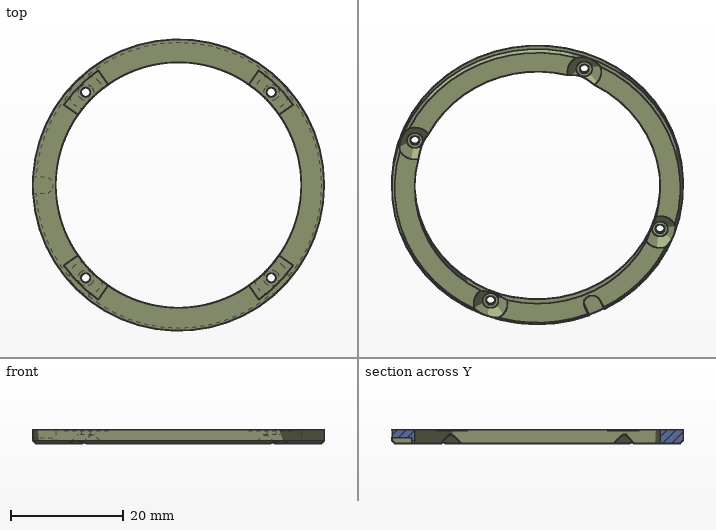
import cadquery as cq
import math

outer_radius = 26.0
bore_radius = 21.9
thickness = 2.5
bottom_chamfer = 0.5

pad_outer_radius = 24.95
pad_half_angle = math.radians(10)
pad_depth = 0.2

station_angles = [45, 135, 225, 315]
screw_circle_radius = 23.4
screw_hole_radius = 1.6 / 2
countersink_radius = 3.0
countersink_depth = 1.6

notch_width = 3.0
notch_height = 1.0
notch_end_center = (outer_radius + bore_radius) / 2


def ring():
    body = cq.Workplane("XY").circle(outer_radius).extrude(thickness)
    body = body.faces("<Z").edges().chamfer(bottom_chamfer)
    bore = cq.Workplane("XY").circle(bore_radius).extrude(thickness)
    return body.cut(bore)


def pad_cutter():
    """Sector about the +X axis, running from inside the bore to the pad's outer arc."""
    corner_x = pad_outer_radius * math.cos(pad_half_angle)
    corner_y = pad_outer_radius * math.sin(pad_half_angle)
    return (
        cq.Workplane("XY", origin=(0, 0, thickness - pad_depth))
        .moveTo(0, 0)
        .lineTo(corner_x, -corner_y)
        .threePointArc((pad_outer_radius, 0), (corner_x, corner_y))
        .close()
        .extrude(pad_depth)
    )


def screw_cutter():
    """Through hole joined to a flat-topped 45-degree cone, widest at the bottom face."""
    hole = cq.Workplane("XY").circle(screw_hole_radius).extrude(thickness)
    seat_radius = countersink_radius - countersink_depth
    cone = cq.Solid.makeCone(countersink_radius, seat_radius, countersink_depth)
    return hole.union(cq.Workplane(cone)).translate((screw_circle_radius, 0, 0))


def notch_cutter():
    round_end = cq.Workplane("XY").center(-notch_end_center, 0).circle(notch_width / 2).extrude(notch_height)
    channel_length = outer_radius - notch_end_center
    channel = (
        cq.Workplane("XY")
        .center(-notch_end_center - channel_length / 2, 0)
        .rect(channel_length, notch_width)
        .extrude(notch_height)
    )
    return round_end.union(channel)


result = ring()
for angle in station_angles:
    for cutter in (pad_cutter(), screw_cutter()):
        result = result.cut(cutter.rotate((0, 0, 0), (0, 0, 1), angle))
result = result.cut(notch_cutter())

.....

* PROBLEM *
Using the entries above, give back exactly the line containing "thickness - pad_depth))", the line containing "for cutter in", and every line between them, and nothing else.

* SOLVED EXERCISE *
        cq.Workplane("XY", origin=(0, 0, thickness - pad_depth))
        .moveTo(0, 0)
        .lineTo(corner_x, -corner_y)
        .threePointArc((pad_outer_radius, 0), (corner_x, corner_y))
        .close()
        .extrude(pad_depth)
    )


def screw_cutter():
    """Through hole joined to a flat-topped 45-degree cone, widest at the bottom face."""
    hole = cq.Workplane("XY").circle(screw_hole_radius).extrude(thickness)
    seat_radius = countersink_radius - countersink_depth
    cone = cq.Solid.makeCone(countersink_radius, seat_radius, countersink_depth)
    return hole.union(cq.Workplane(cone)).translate((screw_circle_radius, 0, 0))


def notch_cutter():
    round_end = cq.Workplane("XY").center(-notch_end_center, 0).circle(notch_width / 2).extrude(notch_height)
    channel_length = outer_radius - notch_end_center
    channel = (
        cq.Workplane("XY")
        .center(-notch_end_center - channel_length / 2, 0)
        .rect(channel_length, notch_width)
        .extrude(notch_height)
    )
    return round_end.union(channel)


result = ring()
for angle in station_angles:
    for cutter in (pad_cutter(), screw_cutter()):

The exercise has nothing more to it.